In her other example, Olson observed that the Tax Code provides tax breaks to encourage taxpayers to save for education and retirement. However, the number of such tax incentives has grown to at least 27 and the eligibility requirements, definitions of common terms, income-level thresholds, phase-out ranges and inflation adjustments vary among the provisions.

"This complexity undermines the intent of the incentives, as taxpayers can only respond to incentives if they know they exist and understand them," she said.


Olson noted the serious financial difficulties facing many taxpayers in light of the ongoing economic downturn. "It's imperative for the IRS to consider the circumstances of taxpayers facing economic hardship before initiating enforcement actions," she said.

When the IRS contemplates taking an enforced collection action such as a levy, a lien or an asset seizure, both the Tax Code and IRS procedures require that IRS personnel consider whether the collection action will impose an economic hardship on the taxpayer. Despite these requirements, "Current guidance provides little direction to help IRS employees identify taxpayers who are experiencing economic hardship and prevent undue economic burden," Olson wrote.

At the same time that Olson released the NTA report, the IRS announced its own plan to help financially distressed taxpayers who owe back taxes.

"We need to ensure that we balance our responsibility to enforce the law with the economic realities facing many American citizens today," said Commissioner Doug Shulman. "We want to go the extra mile to help taxpayers, especially those who've done the right thing in the past and are facing unusual hardships."

Depending on the circumstances, taxpayers in hardship situations may be able to adjust payments for back taxes, avoid defaulting on payment agreements or defer collection action.

"Now, when someone tells you, 'I'm from the IRS and I'm here to help you,' they might actually mean it," the NATP's Hockenberry quipped.

"They're on the same page with the Taxpayer Advocate," she observed. "The impression is that the IRS is reaching out to do what they can to help taxpayers, while maintaining the position that, 'Yes, you do have to pay your taxes.'"

Larry Novick, a Holliston, Mass.-based tax preparer, agreed. "There's got to be something to protect financially distressed taxpayers. Plus, the IRS is smart enough to realize that the value of real estate in many cases is below the outstanding mortgages, so they won't get anything by foreclosing anyway.

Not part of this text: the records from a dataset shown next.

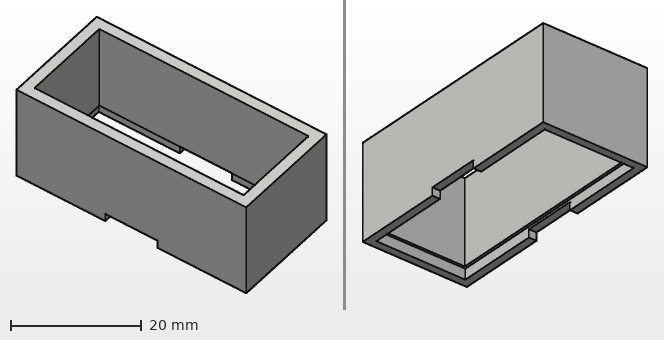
import cadquery as cq

length = 44.0
width = 20.5
height = 18.0
wall = 2.0

rebate_depth = 0.5
rebate_height = 2.0

notch_width = 10.0
notch_height = 1.5

opening_length = length - 2 * wall
opening_width = width - 2 * wall


def block(size_x, size_y, size_z):
    """Box centred in X and Y, standing on the bottom plane."""
    return cq.Workplane("XY").box(size_x, size_y, size_z, centered=(True, True, False))


frame = block(length, width, height).cut(block(opening_length, opening_width, height))
rebate = block(opening_length + 2 * rebate_depth, opening_width + 2 * rebate_depth, rebate_height)
notch = block(notch_width, width, notch_height)

result = frame.cut(rebate).cut(notch)
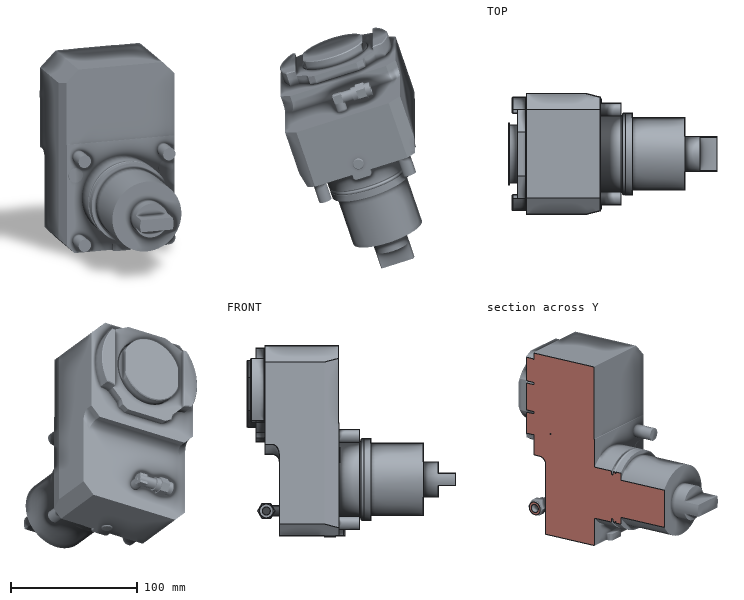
import cadquery as cq
import math


width = 96.0
half_width = width / 2
top_z = 106.1
bottom_z = -44.9
front_x = -59.0
lower_front_x = -47.5
back_relief_depth = 0.5
back_relief_bottom = 44.9
top_chamfer = 12.9
bottom_chamfer = 9.5
bevel_length = 11.6
bevel_depth = 3.0
step_z = 19.9
step_rise = 8.0
step_radius = 5.8
cap_y = 37.5
cap_z = 19.2
cap_radius = 6.0
cap_height = 0.5

head_z = 67.9
flange_front_x = -66.0
ear_front_x = -70.2
nose_front_x = -73.2
flange_top = 36.2
flange_bottom = -38.0
flange_flat = 17.5
ear_radius = 45.0
ear_inner = 32.3
ear_top = 28.1
corner_relief_center = (39.2, -37.5)
corner_relief_radius = 16.5
corner_relief_chord = 15.5
edge_chamfer = 0.7
nose_radius = 26.6
nose_lip_flat = 24.7
nose_neck_flat = 23.2
nose_lip_thickness = 1.0
gap_radius = 27.3

collar_radius = 32.5
collar_end = 16.2
neck_radius = 30.5
seal_start = 17.2
ring_start = 19.9
ring_end = 25.2
ring_radius = 32.5
shank_radius = 28.8
shank_end = 66.9
shaft_diameter = 28.0
shaft_radius = shaft_diameter / 2
shaft_end = 78.8
tang_end = 92.3
tang_thickness = 10.0
bolt_y = 35.3
bolt_z = 34.6
bolt_radius = 5.1

key_width = 14.9
key_height = 5.5
key_length = 4.8
key_chamfer = 1.5
plug_x = -7.3
plug_radius = 4.5
plug_height = 1.0

nozzle_x = -57.8
nozzle_z = -25.0
stem_radius = 4.1
pipe_radius = 4.3
pipe_start = 3.8
pipe_end = -11.6
block_half_length = 3.3
block_front = 3.6
block_back = 2.6
nut_radius = 5.5
nut_start = -15.7
nut_end = -22.8
nut_flats = 11.9
nozzle_end = -27.0
bore_radius = 3.1


def cylinder_x(radius, start, end, y=0.0, z=0.0):
    """Cylinder along X from start to end."""
    return cq.Workplane("YZ", origin=(start, y, z)).circle(radius).extrude(end - start)


def cylinder_y(radius, start, end):
    """Cylinder along the nozzle axis between two Y positions."""
    plane = cq.Workplane("XZ", origin=(nozzle_x, start, nozzle_z))
    return plane.circle(radius).extrude(start - end)


def box(x_range, y_range, z_range):
    """Box given by its limits along each axis."""
    sides = [high - low for low, high in (x_range, y_range, z_range)]
    corner = (x_range[0], y_range[0], z_range[0])
    return cq.Workplane("XY", origin=corner).box(*sides, centered=False)


def mirrored(shape):
    """The shape together with its mirror image across Y = 0."""
    return shape.union(shape.mirror("XZ"))


def make_housing():
    """Body with bevelled rear sides, relieved upper back and two low caps."""
    body = box((front_x, 0), (-half_width, half_width), (bottom_z, top_z))
    body = body.edges("|X and >Z").chamfer(top_chamfer)
    body = body.edges("|X and <Z").chamfer(bottom_chamfer)
    bevel = (
        cq.Workplane("XY", origin=(0, 0, bottom_z))
        .moveTo(-bevel_length, half_width)
        .lineTo(0, half_width - bevel_depth)
        .lineTo(0, half_width)
        .close()
        .extrude(top_z - bottom_z)
    )
    back_relief = box((-back_relief_depth, 0), (-half_width, half_width), (back_relief_bottom, top_z))
    cap = cylinder_x(cap_radius, 0, cap_height, cap_y, cap_z)
    return body.cut(mirrored(bevel)).cut(make_step()).cut(back_relief).union(mirrored(cap))


def make_step():
    """Space under the head: flat roof, 45 degree flanks, rounded into the lower front."""
    floor_z = bottom_z - step_rise
    reach = half_width + step_rise
    roof = half_width - step_rise
    step = (
        cq.Workplane("YZ", origin=(front_x, 0, 0))
        .moveTo(-reach, floor_z)
        .lineTo(-reach, step_z + 2 * step_rise)
        .lineTo(-roof, step_z)
        .lineTo(roof, step_z)
        .lineTo(reach, step_z + 2 * step_rise)
        .lineTo(reach, floor_z)
        .close()
        .extrude(lower_front_x - front_x)
    )
    margin = 0.2
    roof_edges = cq.selectors.BoxSelector(
        (lower_front_x - margin, -reach + margin, step_z - margin),
        (lower_front_x + margin, reach - margin, step_z + 2 * step_rise),
    )
    return step.edges(roof_edges).fillet(step_radius)


def make_flange():
    """Head plate with a raised ear on each side and relieved lower corners."""
    slope_y = math.sqrt(ear_radius**2 - ear_top**2)
    outline = (
        cq.Workplane("YZ", origin=(front_x, 0, head_z))
        .moveTo(-flange_flat, flange_top)
        .lineTo(flange_flat, flange_top)
        .lineTo(slope_y, ear_top)
        .threePointArc((ear_radius, 0), (slope_y, -ear_top))
        .lineTo(flange_flat, flange_bottom)
        .lineTo(-flange_flat, flange_bottom)
        .lineTo(-slope_y, -ear_top)
        .threePointArc((-ear_radius, 0), (-slope_y, ear_top))
        .close()
    )
    plate = outline.extrude(ear_front_x - front_x)
    plate = plate.faces(">X").chamfer(edge_chamfer)
    raised = (ear_front_x, flange_front_x)
    between_ears = box(raised, (-ear_inner, ear_inner), (head_z - ear_radius, head_z + ear_radius))
    above_ears = box(raised, (-ear_radius, ear_radius), (head_z + ear_top, head_z + ear_radius))
    plate = plate.cut(mirrored(make_relief())).cut(between_ears).cut(above_ears)
    return plate.faces("<X").chamfer(edge_chamfer)


def make_relief():
    """Round lower-corner relief with a 45 degree flat facing the spindle."""
    relief_y, relief_z = corner_relief_center
    relief = cylinder_x(corner_relief_radius, ear_front_x, front_x, relief_y, head_z + relief_z)
    keep = box(
        (ear_front_x, front_x),
        (-corner_relief_radius, corner_relief_chord),
        (-corner_relief_radius, corner_relief_radius),
    )
    up_and_inward = 135
    keep = keep.rotate((0, 0, 0), (1, 0, 0), up_and_inward).translate((0, relief_y, head_z + relief_z))
    return relief.intersect(keep)


def nose_disc(start, end):
    """Round length of the spindle nose."""
    return cylinder_x(nose_radius, start, end, 0, head_z)


def with_flats(disc, flat):
    """Spindle nose length cut to two parallel side flats."""
    z_range = (head_z - nose_radius, head_z + nose_radius)
    return disc.intersect(box((nose_front_x, front_x), (-flat, flat), z_range))


def make_head():
    """Flange with the spindle nose standing in a narrow, bevelled ring gap."""
    lip_back_x = nose_front_x + nose_lip_thickness
    mouth = cq.Solid.makeCone(
        gap_radius + edge_chamfer,
        gap_radius,
        edge_chamfer,
        cq.Vector(flange_front_x, 0, head_z),
        cq.Vector(1, 0, 0),
    )
    gap = cylinder_x(gap_radius, flange_front_x, front_x, 0, head_z).union(cq.Workplane(mouth))
    lip = nose_disc(nose_front_x, lip_back_x).faces("<X").chamfer(edge_chamfer)
    lip = with_flats(lip, nose_lip_flat)
    neck = with_flats(nose_disc(lip_back_x, flange_front_x), nose_neck_flat)
    base = nose_disc(flange_front_x, front_x)
    return make_flange().cut(gap).union(base).union(neck).union(lip)


def make_shank():
    """Stepped round shank with seal ring, drive tang and four bolts."""
    seal_radius = (ring_start - seal_start) / 2
    profile = (
        cq.Workplane("XY")
        .moveTo(0, 0)
        .lineTo(0, collar_radius)
        .lineTo(collar_end, collar_radius)
        .lineTo(collar_end, neck_radius)
        .lineTo(seal_start, neck_radius)
        .lineTo(seal_start, ring_radius - seal_radius)
        .threePointArc(
            (seal_start + seal_radius, ring_radius),
            (ring_start, ring_radius - seal_radius),
        )
        .lineTo(ring_start, ring_radius)
        .lineTo(ring_end, ring_radius)
        .lineTo(ring_end, shank_radius)
        .lineTo(shank_end, shank_radius)
        .lineTo(shank_end, 0)
        .close()
    )
    shank = profile.revolve(360, (0, 0, 0), (1, 0, 0))
    shaft = cylinder_x(shaft_radius, shank_end, shaft_end)
    tang = cylinder_x(shaft_radius, shaft_end, tang_end).intersect(
        box(
            (shaft_end, tang_end),
            (-shaft_radius, shaft_radius),
            (-tang_thickness / 2, tang_thickness / 2),
        )
    )
    shank = shank.union(shaft).union(tang)
    for y in (-bolt_y, bolt_y):
        for z in (-bolt_z, bolt_z):
            shank = shank.union(cylinder_x(bolt_radius, 0, collar_end, y, z))
    return shank


def make_key():
    """Locating key at the foot of the back face."""
    key = box((0, key_length), (-key_width / 2, key_width / 2), (bottom_z, bottom_z + key_height))
    return key.edges("|Z and >X").chamfer(key_chamfer)


def make_plug():
    """Low plug under the housing."""
    plug = cq.Workplane("XY", origin=(plug_x, 0, bottom_z)).circle(plug_radius).extrude(-plug_height)
    return plug.faces("<Z").chamfer(plug_height / 2)


def make_nozzle():
    """Elbow fitting: stem into the housing, sideways pipe and hexagon nut."""
    stem = cylinder_x(stem_radius, nozzle_x, lower_front_x, 0, nozzle_z)
    block = box(
        (nozzle_x - block_front, nozzle_x + block_back),
        (-block_half_length, block_half_length),
        (nozzle_z - pipe_radius, nozzle_z + pipe_radius),
    )
    pipe = cylinder_y(pipe_radius, pipe_start, pipe_end)
    sleeve = cylinder_y(nut_radius, pipe_end, nozzle_end)
    flat_on_top = 30
    nut = (
        cq.Workplane("XZ", origin=(nozzle_x, nut_start, nozzle_z))
        .polygon(6, nut_flats, circumscribed=True)
        .extrude(nut_start - nut_end)
        .rotate((nozzle_x, 0, nozzle_z), (nozzle_x, 1, nozzle_z), flat_on_top)
    )
    bore = cylinder_y(bore_radius, pipe_end, nozzle_end)
    return stem.union(block).union(pipe).union(sleeve).union(nut).cut(bore)


result = (
    make_housing()
    .union(make_head())
    .union(make_shank())
    .union(make_key())
    .union(make_plug())
    .union(make_nozzle())
)
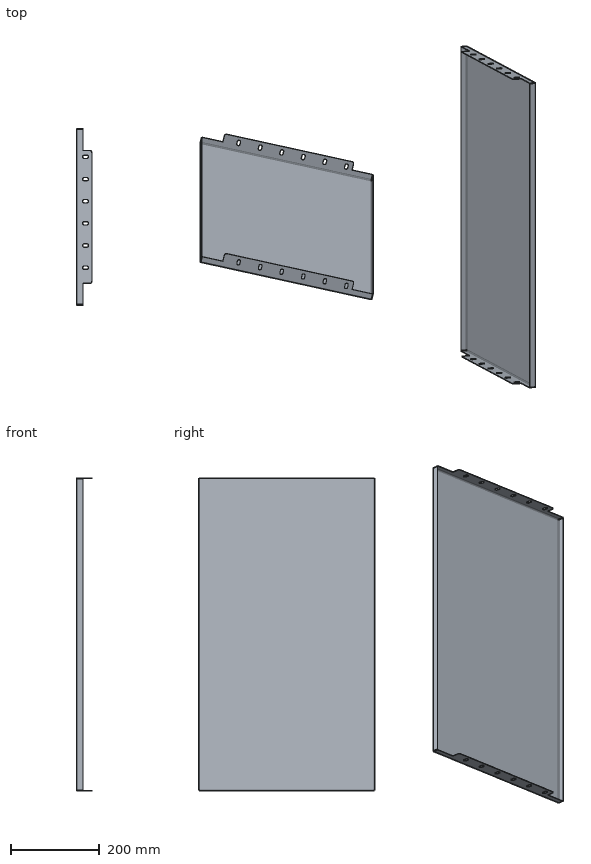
import cadquery as cq

total_depth = 35.0
width = 399.0
height = 707.0

sheet = 1.0
inner_bend_radius = 1.0
outer_bend_radius = sheet + inner_bend_radius
rim_depth = 15.0

tab_width = 300.0
tab_corner_radius = 5.0

slot_count = 6
slot_pitch = 50.0
slot_length = 13.0
slot_width = 7.0
slot_center_x = 20.4
slot_row_center_y = 10.5


def rounded_front_block(depth, size_y, size_z, front_x, radius):
    """Block standing behind front_x with its four front edges rounded."""
    block = cq.Workplane("XY").box(depth, size_y, size_z, centered=(False, True, True))
    return block.edges("<X").fillet(radius).translate((front_x, 0, 0))


def make_tray():
    """Front sheet with four walls folded backwards, open at the back."""
    outside = rounded_front_block(rim_depth, width, height, 0, outer_bend_radius)
    inside = rounded_front_block(
        rim_depth, width - 2 * sheet, height - 2 * sheet, sheet, inner_bend_radius
    )
    return outside.cut(inside)


def cut_corner_reliefs(tray):
    """Square notches where neighbouring bends meet, so the walls stay separate."""
    reliefs = (
        cq.Workplane("YZ")
        .rect(width - outer_bend_radius, height - outer_bend_radius, forConstruction=True)
        .vertices()
        .rect(outer_bend_radius, outer_bend_radius)
        .extrude(rim_depth)
    )
    return tray.cut(reliefs)


def make_tab():
    """Slotted top tab, flush with the outside of the top wall."""
    tab_length = total_depth - rim_depth
    tab = (
        cq.Workplane("XY")
        .box(tab_length, tab_width, sheet, centered=(False, True, False))
        .edges("|Z and >X")
        .fillet(tab_corner_radius)
    )
    return tab.translate((rim_depth, 0, height / 2 - sheet))


def make_slots():
    """Row of slots passing through both tabs."""
    return (
        cq.Workplane("XY", origin=(slot_center_x, slot_row_center_y, 0))
        .rarray(1, slot_pitch, 1, slot_count)
        .slot2D(slot_length, slot_width)
        .extrude(height / 2, both=True)
    )


top_tab = make_tab()
bottom_tab = top_tab.mirror("XY")
panel = cut_corner_reliefs(make_tray()).union(top_tab).union(bottom_tab)
result = panel.cut(make_slots())

Bringing the problem to the forefront means they've probably run into these problems, and they're trying to signal Congress that something needs to be done."

Specifically, the IRS said that its employees will have greater authority to suspend collection actions in certain hardship cases where taxpayers are unable to pay; they will allow more flexibility for previously compliant individuals in existing installment agreements who have difficulty making payments because of a job loss or other financial hardship; they will speed the delivery of levy releases by easing requirements on taxpayers who request expedited levy releases for hardship reasons; and they will encourage those who are unable to meet the periodic payment terms of an accepted offer in compromise to contact the IRS office handling the offer for options to help them avoid default.

In addition, the IRS said that for offers in compromise, where the accuracy of local real-estate valuation is in question or other unusual hardships exist, they are creating a new second review of information.

"The IRS has a superior lien with respect to getting paid over other creditors," noted Rodenbeck, "but in today's economy people just don't have the money to work something out. The proposal came out without too much detail, so we'll have to wait to see how they work out."

"The proof will be in the pudding when these policies are implemented," he continued. "If they actually do change policies and procedures, it will be helpful for many taxpayers. But if it takes a long time to trickle down it won't have much effect."